In his National Book Award winning novel Let the Great World Spin, Colum McCann plays with the idea of balance, starting with Philippe Petit's 1974 glorious tightrope walk between the Twin Towers, and in stories of ordinary New Yorkers tied, however tangentially, to that event. Our reviewer called the novel "an act of pure bravado." 

Balance isn't as easy to achieve in life, he admits: "It's bizarre channeling a 38-year-old grandmother who's a prostitute, and then suddenly a note from my kid slips under my door that says: Daddy, let's go play soccer." Colum took time, before heading out to a Mets game with his three children, to speak with us about his reconnaissance walks on Park Avenue, attempts to track down '70s hookers (in a public library), and the reason he wants Bill Gates to read this book.
O: What made you want to write about Philippe Petit's walk?

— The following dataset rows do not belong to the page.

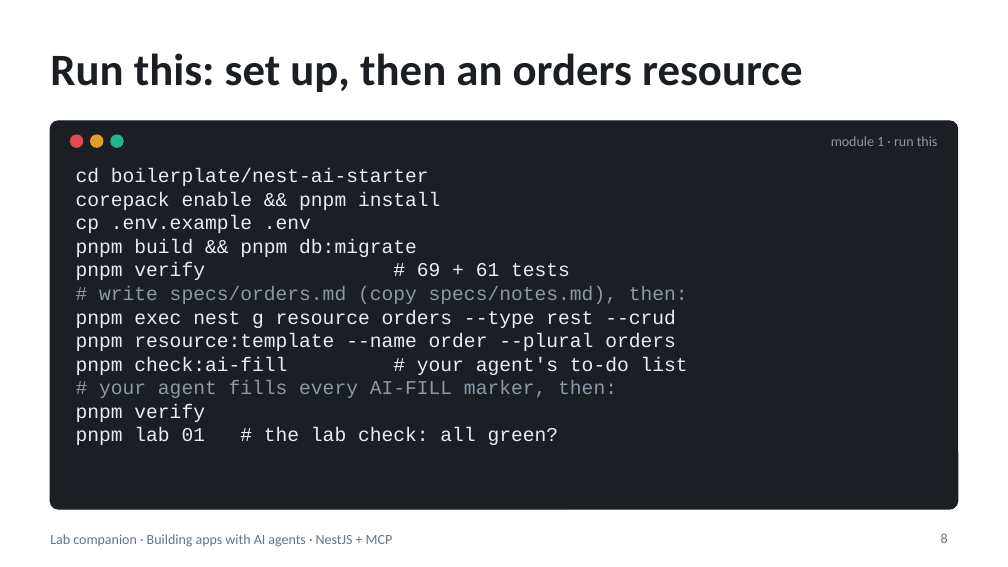
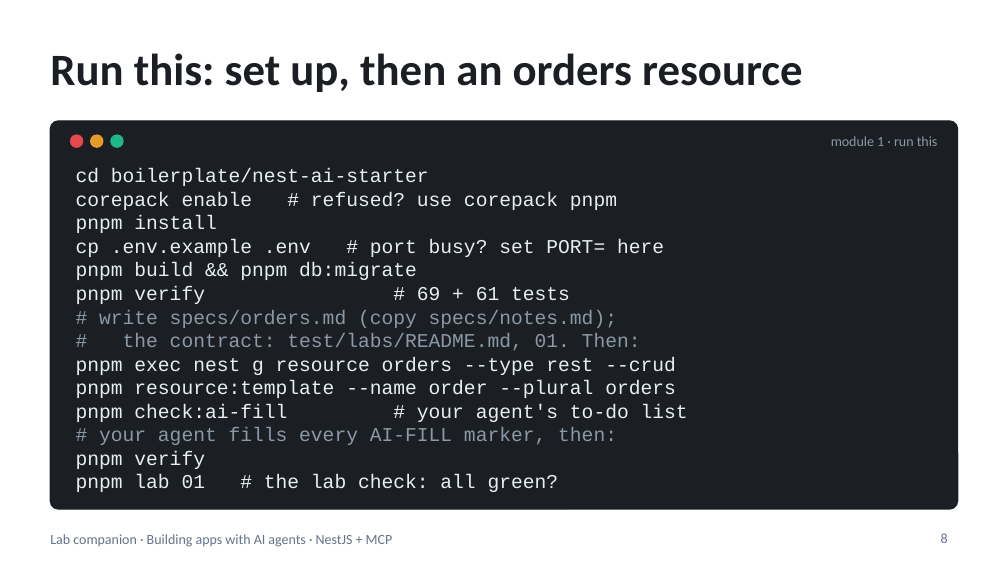
Before and after one commit to blazaga/ai-training-modules, a slide deck: slide 8 of docs/ai-agent-training/slides/lab-companion.pptx. Drawn at 1008x567 pixels with LibreOffice and Linux fonts; fonts in the diff are those of the drawing. Boxes give left, top, right and bottom in pixels: in the first picture for what was removed or moved away, otherwise in the second. Text is boxed around its words. In the diff, an @@ line names an element or a change of style, - is before the commit and + after.

```diff
--- a/docs/ai-agent-training/slides/lab-companion.pptx
+++ b/docs/ai-agent-training/slides/lab-companion.pptx
@@ text at [76, 192, 664, 257]: text changed @@
-corepack enable && pnpm install
-cp .env.example .env
+corepack enable # refused? use corepack pnpm
+pnpm install
+cp .env.example .env # port busy? set PORT= here
@@ text at [99, 310, 641, 351]: text changed @@
-# write specs/orders.md (copy specs/notes.md), then:
+# write specs/orders.md (copy specs/notes.md);
+# the contract: test/labs/README.md, 01. Then:
```
Also in this commit, not shown: 7 other slides changed, 14 other files.
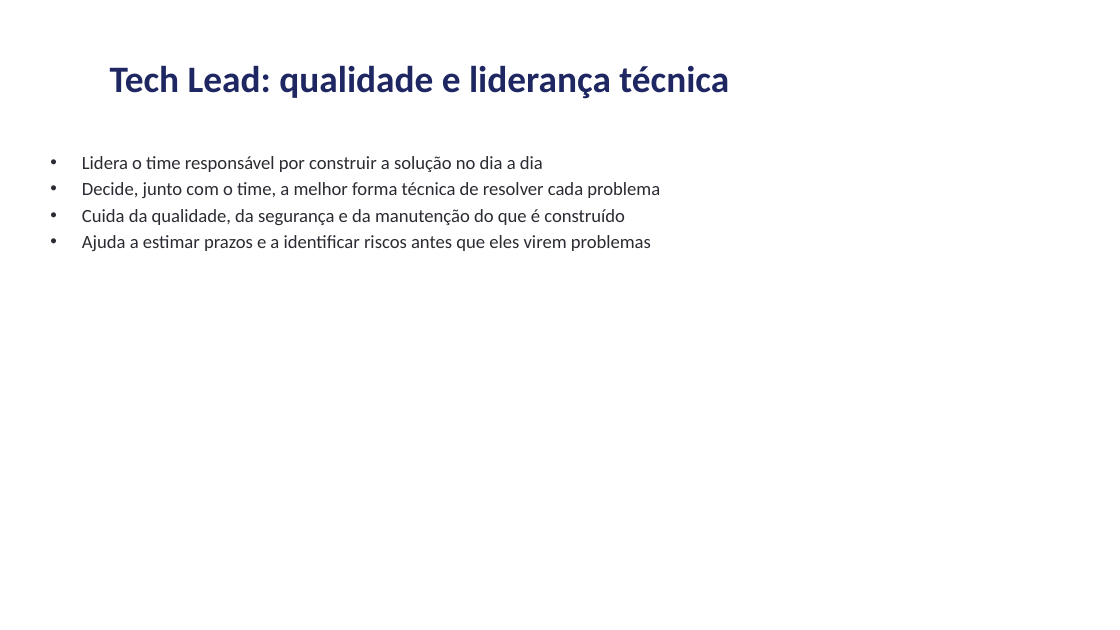
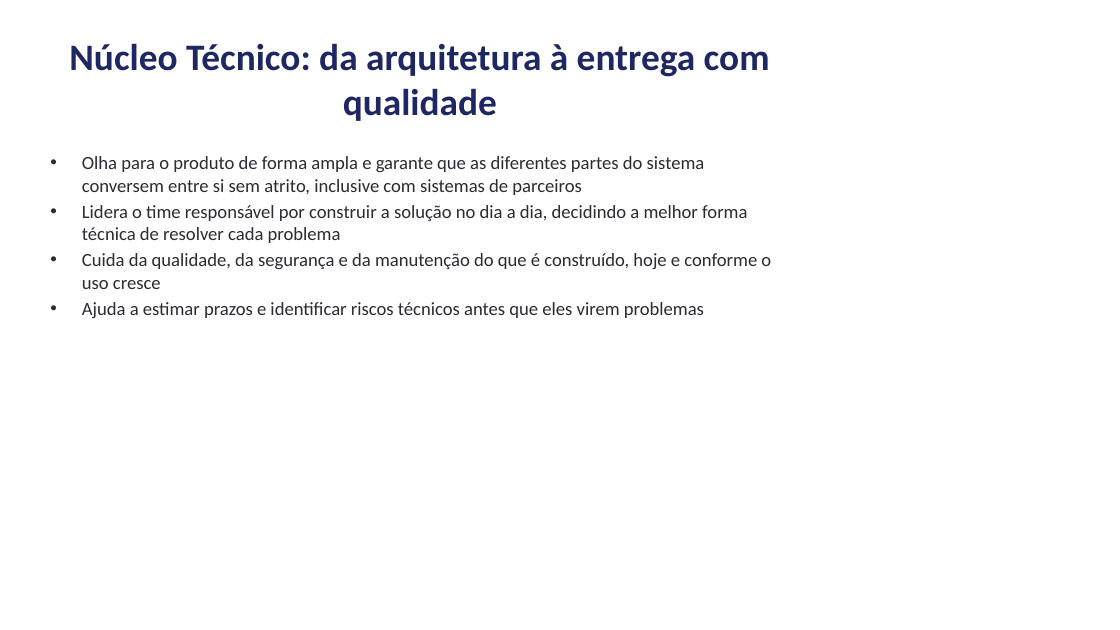
Before and after one commit to andrevberaldo/software-engineering, a slide deck: slide 11 of presentation/apresentacao.pptx (slide 12 before the commit). Drawn at 1120x630 pixels with LibreOffice and Linux fonts; fonts in the diff are those of the drawing. Boxes give left, top, right and bottom in pixels: in the first picture for what was removed or moved away, otherwise in the second. Text is boxed around its words. In the diff, an @@ line names an element or a change of style, - is before the commit and + after.

```diff
--- a/presentation/apresentacao.pptx
+++ b/presentation/apresentacao.pptx
@@ title at <box>69,43,770,121</box>: text changed @@
-Tech Lead: qualidade e liderança técnica
+Núcleo Técnico: da arquitetura à entrega com qualidade
@@ text at <box>82,156,771,318</box>: text changed @@
-• Lidera o time responsável por construir a solução no dia a dia
-• Decide, junto com o time, a melhor forma técnica de resolver cada problema
-• Cuida da qualidade, da segurança e da manutenção do que é construído
-• Ajuda a estimar prazos e a identificar riscos antes que eles virem problemas
+• Olha para o produto de forma ampla e garante que as diferentes partes do sistema conversem entre si sem atrito, inclusive com sistemas de parceiros
+• Lidera o time responsável por construir a solução no dia a dia, decidindo a melhor forma técnica de resolver cada problema
+• Cuida da qualidade, da segurança e da manutenção do que é construído, hoje e conforme o uso cresce
+• Ajuda a estimar prazos e identificar riscos técnicos antes que eles virem problemas
```
Also in this commit, not shown: 3 other slides changed, 1 slide removed, 3 other files.

Colum: It's such a glorious human image, almost overused at this stage, but people are still thrilled by the idea of a man walking a quarter of a mile in the sky, back and forth eight times on a quarter-inch rope. I could watch the documentary Man on Wire over and over again. There have been books: Petit's own and a children's book. There was a play that didn't do very well, and a company out in Hollywood is doing a reanimation of the walk. In many ways, a whole industry has grown up around the walk.

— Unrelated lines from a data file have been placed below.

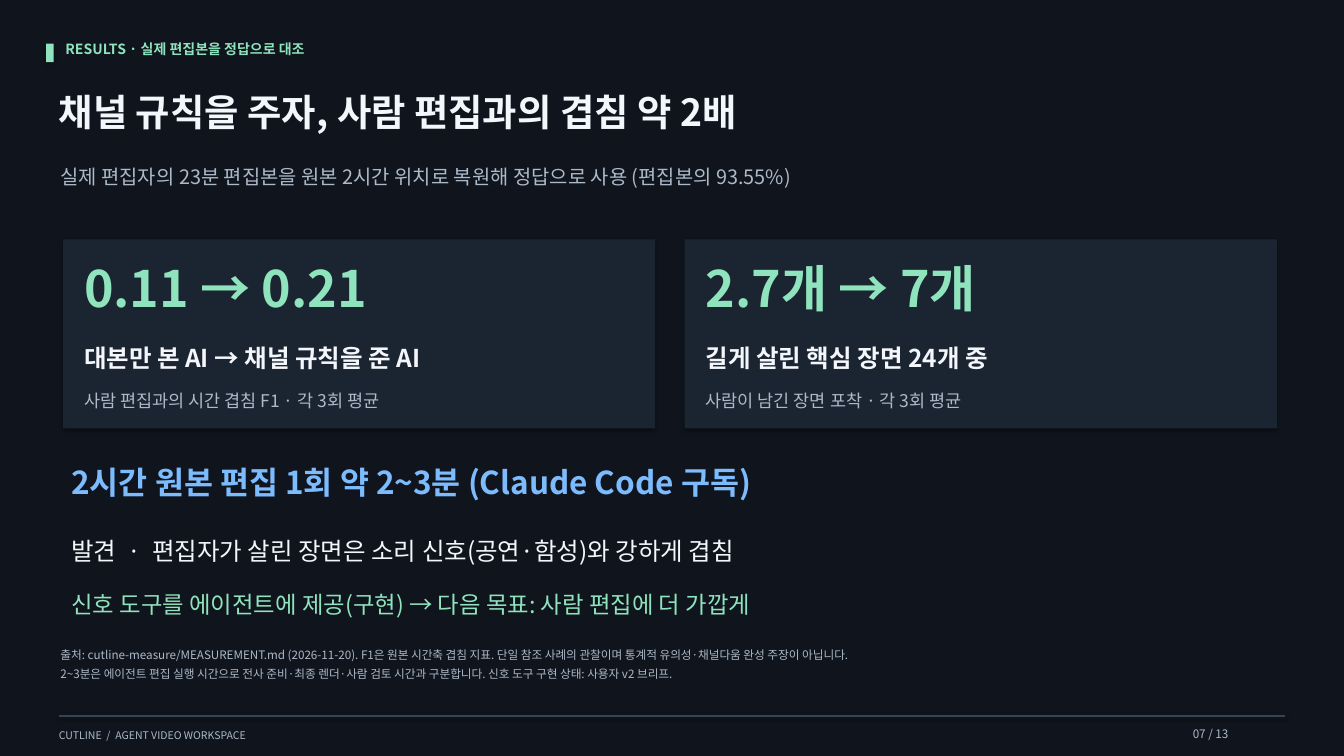
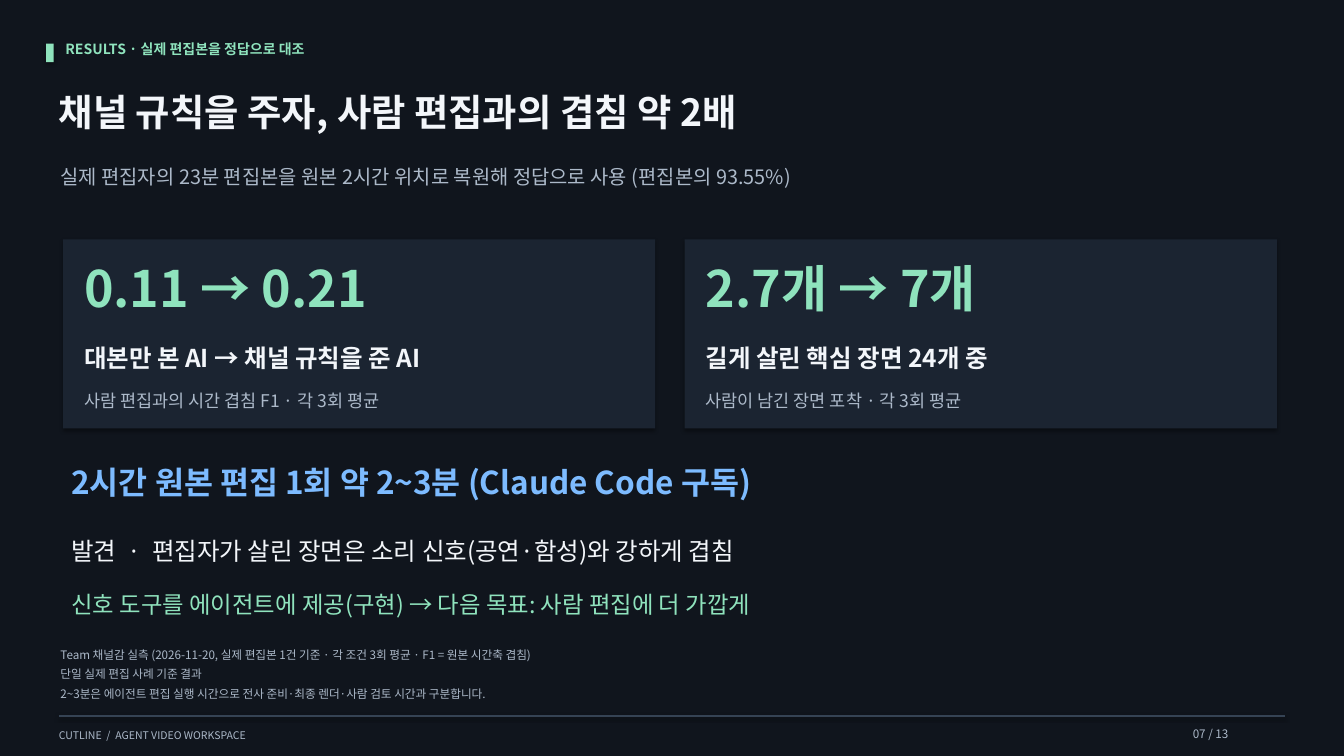
Before and after one commit to Sweet-Butters/cutline-internal, a slide deck: slide 7 of pitch/out/Cutline_pitch.pptx. Drawn at 1344x756 pixels with LibreOffice and Linux fonts; fonts in the diff are those of the drawing. Boxes give left, top, right and bottom in pixels: in the first picture for what was removed or moved away, otherwise in the second. Text is boxed around its words. In the diff, an @@ line names an element or a change of style, - is before the commit and + after.

```diff
--- a/pitch/out/Cutline_pitch.pptx
+++ b/pitch/out/Cutline_pitch.pptx
@@ text at bbox=[60, 649, 531, 699]: text changed @@
-출처: cutline-measure/MEASUREMENT.md (2026-11-20). F1은 원본 시간축 겹침 지표. 단일 참조 사례의 관찰이며 통계적 유의성·채널다움 완성 주장이 아닙니다.
-2~3분은 에이전트 편집 실행 시간으로 전사 준비·최종 렌더·사람 검토 시간과 구분합니다. 신호 도구 구현 상태: 사용자 v2 브리프.
+Team 채널감 실측 (2026-11-20, 실제 편집본 1건 기준 · 각 조건 3회 평균 · F1 = 원본 시간축 겹침)
+단일 실제 편집 사례 기준 결과
+2~3분은 에이전트 편집 실행 시간으로 전사 준비·최종 렌더·사람 검토 시간과 구분합니다.
```
Also in this commit, not shown: 7 other slides changed, 6 other files.

O: When did you start thinking about it?

Colum: Petit's been in my head since 9/11, but I had to put him off for about three years because I was in the middle of another novel, called Zola. When I got back to it, the idea for the story changed. I became interested in the people who might have seen the event—the you and the me—people who would have been there at the time and those of us might go down to the World Trade Center site now, and stare up in the air imagining him, a sort of ghost up there.

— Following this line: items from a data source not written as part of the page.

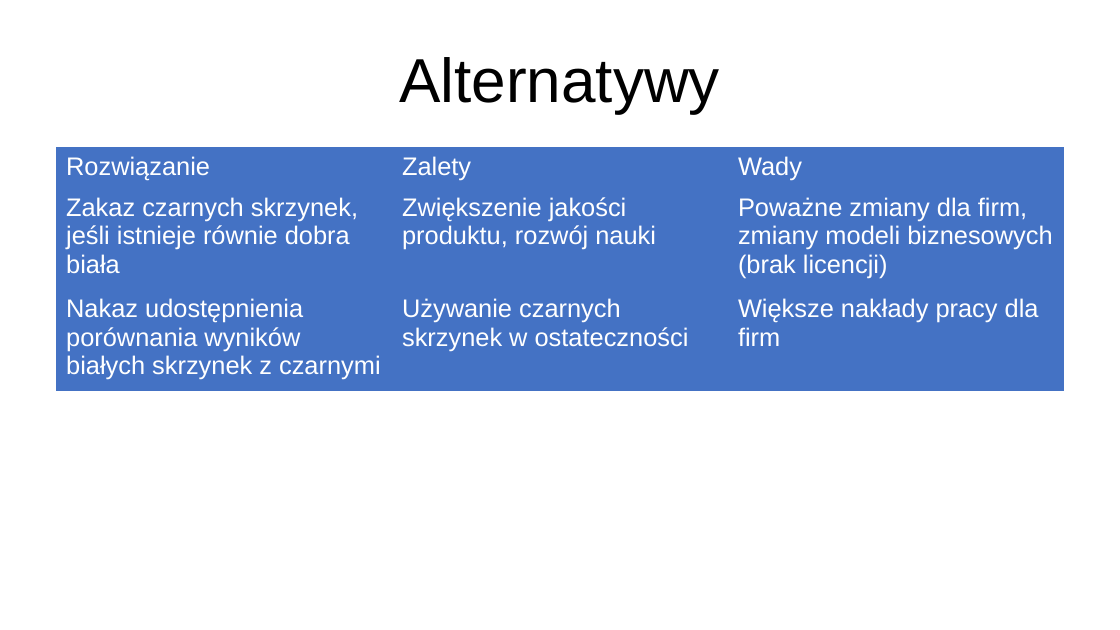
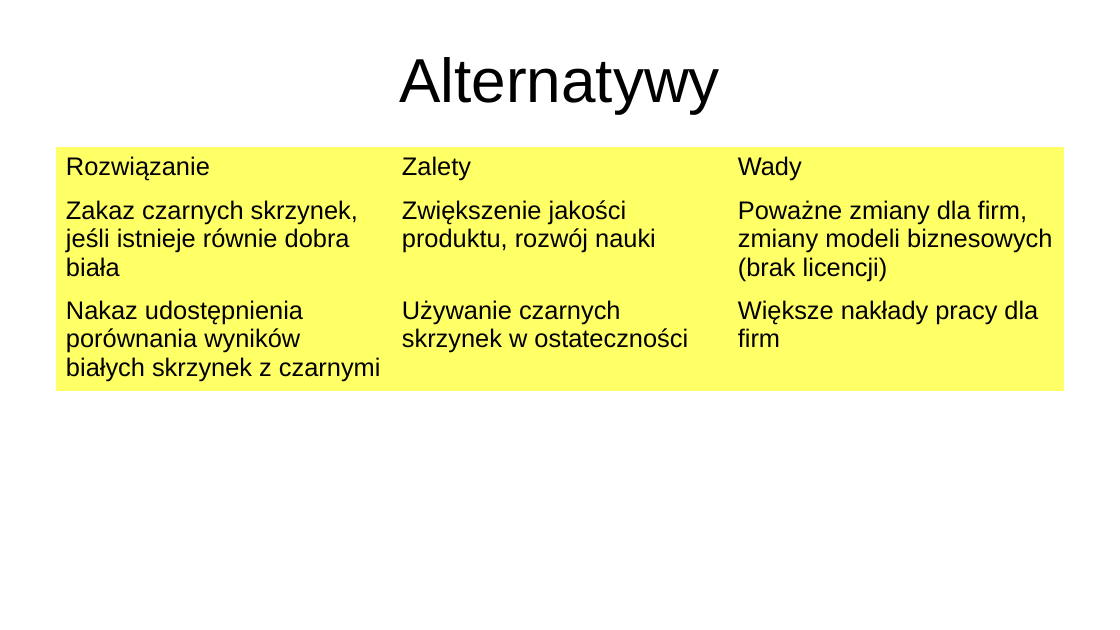
Before and after one commit to bogdankjastrzebski/WarsztatyBadawcze2, a slide deck: slide 14 of prezentacja/blackBox.odp. Drawn at 1120x630 pixels with LibreOffice and Linux fonts; fonts in the diff are those of the drawing. Boxes give left, top, right and bottom in pixels: in the first picture for what was removed or moved away, otherwise in the second. Text is boxed around its words. In the diff, an @@ line names an element or a change of style, - is before the commit and + after.

```diff
--- a/prezentacja/blackBox.odp
+++ b/prezentacja/blackBox.odp
@@ table at <box>56,147,1065,391</box> @@
@@ fill #4472C4 to #FFFF66 in 9 cells @@
@@ text colour #FFFFFF to #000000 @@
```
Also in this commit, not shown: 15 other slides changed, 2 slides added, 1 other file.

O: What was the story going to be originally?

Colum: I thought it would be very specifically about the walk—a small, controlled novel—and I wanted to mess with the idea of history and have him fall...

O: Oof.

Colum: I then realized exactly what you just said. The further away we got from 9/11, the more I wanted to find some way to recover. I wanted to talk about the more anonymous corners of the city, because I think it's very important that not all of that anger was turned to revenge. I don't want to get too yippee and "out there," but in the face of crime and torment, the good news is that we can heal. I was interested in the idea of redemption.

O: So you looked to the 1970s for redemption for something that happened twenty-five years later. How does that work?

Colum: Yeah, kind of contradictory, isn't it? But if we want to find out who we are, we have to look at who we were. The book was set in the '70s because that's when the walk took place, but I also like writing about that time when we had excess before excess became tragic with AIDS and drugs coming home to roost. We were wild without being overly romantic like in the mid-sixties, which was a time of dreaming.